Texas Tech athlete claims wrongful suspension for Title IX violation

A Texas Tech athlete, who joined the football team in January 2016, is asking a Lubbock court to reverse a decision by a Title IX hearing panel that found him responsible for violating the school’s code of conduct by having sex with an incapacitated woman.

According to the lawsuit, the student filed an appeal following the Sept. 15 hearing that resulted in a two-semester suspension, but the university upheld its findings that the sexual assault occurred.

The student was accused of having non-consensual sex with an acquaintance who was visiting Lubbock the weekend of April 16, according to the civil lawsuit filed by the athlete Nov. 30 in the 99th Judicial District.

The lawsuit identifies the African-American, freshman football player under the pseudonym of “John Doe.” He is suing Tech and university President Lawrence Schovanec, claiming his rights to due process were violated, and he is alleging there were “procedural and substantive errors that significantly impacted the outcome” of a Title IX hearing in which he was found responsible for sexual assault.

Students can appeal the outcome of Title IX hearings if they can show bias by the panel, the penalty was not commensurate with typical practices or if there is new information that wasn’t available at the time of the hearing.

The student appealed the university’s decision on Nov. 4, but the sanction was upheld and was followed by the lawsuit filed Nov. 30, according to a document provided by Tech.

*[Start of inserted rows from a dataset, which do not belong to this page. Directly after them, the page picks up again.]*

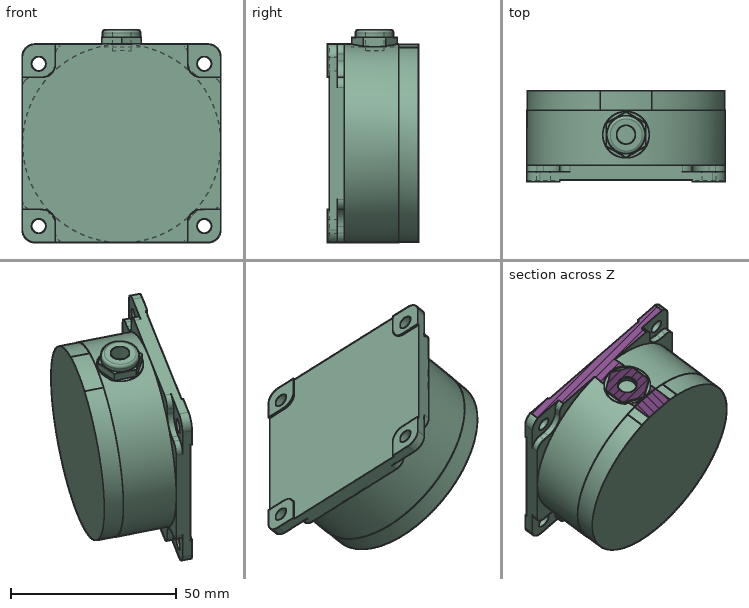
import cadquery as cq
import math

side = 60.0
half_side = side / 2
total_height = 64.3

plate_depth = 5.0
plate_corner_radius = 4.0
foot_height = 0.5
corner_size = 10.0
foot_corner_radius = 4.0
mount_hole_diameter = 4.25
mount_hole_inset = 5.0
mount_hole_top_inset = 6.0
relief_depth = 2.0
relief_inner_radius = 5.0
relief_flare_radius = 3.0

housing_depth = 16.5
housing_radius = half_side
housing_end = plate_depth + housing_depth

lid_depth = 6.0
lid_radius = 29.9
lid_end = housing_end + lid_depth
band_angle = 30.0

gland_y = housing_end - 7.3
seat_radius = 7.0
seat_z = math.sqrt(housing_radius**2 - seat_radius**2)
gland_across_flats = 11.95
gland_across_corners = gland_across_flats / math.cos(math.pi / 6)
gland_top = total_height - half_side
cap_diameter = 11.6
cap_height = 2.3
cap_fillet = 0.95
hex_top = gland_top - cap_height
cable_hole_diameter = 5.65
cable_hole_depth = 1.9
cable_hole_floor_radius = housing_radius - cable_hole_depth


def along_y(start_y):
    """Workplane at start_y that extrudes toward +Y; its local axes are X and -Z."""
    return cq.Workplane(cq.Plane(origin=(0, start_y, 0), xDir=(1, 0, 0), normal=(0, 1, 0)))


def along_z(start_z):
    """Workplane on the gland axis at start_z that extrudes upward."""
    return cq.Workplane("XY", origin=(0, gland_y, start_z))


def plate_layer(start_y, depth):
    """Slice of the square plate with sharp corners."""
    return along_y(start_y).rect(side, side).extrude(depth)


def corner_blocks(start_y, depth, inner_radius):
    """Four blocks over the plate corners, each rounded toward the plate centre."""
    return (
        along_y(start_y)
        .rect(side, side, forConstruction=True)
        .vertices()
        .rect(2 * corner_size, 2 * corner_size)
        .extrude(depth)
        .edges("|Y")
        .fillet(inner_radius)
    )


def make_base_plate():
    relief_start = plate_depth - relief_depth
    outline = plate_layer(0, relief_start).edges("|Y").fillet(plate_corner_radius)
    feet = corner_blocks(0, foot_height, foot_corner_radius).intersect(outline)
    web = outline.intersect(plate_layer(foot_height, relief_start - foot_height))
    pad = (
        plate_layer(relief_start, relief_depth)
        .cut(corner_blocks(relief_start, relief_depth, relief_inner_radius))
        .edges("|Y")
        .edges(">X or <X or >Z or <Z")
        .fillet(relief_flare_radius)
    )
    hole_x = half_side - mount_hole_inset
    lower_hole_z = mount_hole_inset - half_side
    upper_hole_z = half_side - mount_hole_top_inset
    hole_centres = [(x, -z) for x in (-hole_x, hole_x) for z in (lower_hole_z, upper_hole_z)]
    mount_holes = along_y(0).pushPoints(hole_centres).circle(mount_hole_diameter / 2).extrude(relief_start)
    return web.union(feet).union(pad).cut(mount_holes)


def make_gland_seat():
    """Flat round spot face for the gland."""
    return along_z(seat_z).circle(seat_radius).extrude(half_side - seat_z)


def make_cable_hole():
    """Blind hole under the gland, ending on a cylinder concentric with the housing."""
    core = along_y(0).circle(cable_hole_floor_radius).extrude(lid_end)
    return along_z(0).circle(cable_hole_diameter / 2).extrude(half_side).cut(core)


def make_housing():
    drum = along_y(plate_depth).circle(housing_radius).extrude(housing_depth)
    return make_base_plate().union(drum).cut(make_gland_seat()).cut(make_cable_hole())


def make_lid():
    disc = along_y(housing_end).circle(lid_radius).extrude(lid_depth)
    half_angle = math.radians(band_angle / 2)
    band_x = housing_radius * math.sin(half_angle)
    band_z = housing_radius * math.cos(half_angle)
    band = (
        along_y(housing_end)
        .lineTo(-band_x, -band_z)
        .threePointArc((0, -housing_radius), (band_x, -band_z))
        .close()
        .extrude(lid_depth)
    )
    return disc.union(band)


def make_gland():
    hexagon = (
        along_z(seat_z)
        .transformed(rotate=(0, 0, 90))
        .polygon(6, gland_across_corners)
        .extrude(hex_top - seat_z)
    )
    cap = (
        along_z(hex_top)
        .circle(cap_diameter / 2)
        .extrude(cap_height)
        .faces(">Z")
        .edges()
        .fillet(cap_fillet)
    )
    bore = along_z(seat_z).circle(cable_hole_diameter / 2).extrude(gland_top - seat_z)
    return hexagon.union(cap).cut(bore)


housing = make_housing()
lid = make_lid()
gland = make_gland()

result = cq.Compound.makeCompound([housing.val(), lid.val(), gland.val()])

This lawsuit marks a rare case where a university is being sued by a person found responsible for violating a Title IX policy.

“This is the first time we’ve been sued on one where they weren’t happy with the resolution and they’ve actually taken that step, so it’s really new for us,” Ronny H. Wall, associate general counsel for the Texas Tech University System, said last month. “That’s probably going to make us even more guarded (than) normal because we don’t really know what we’re in for.”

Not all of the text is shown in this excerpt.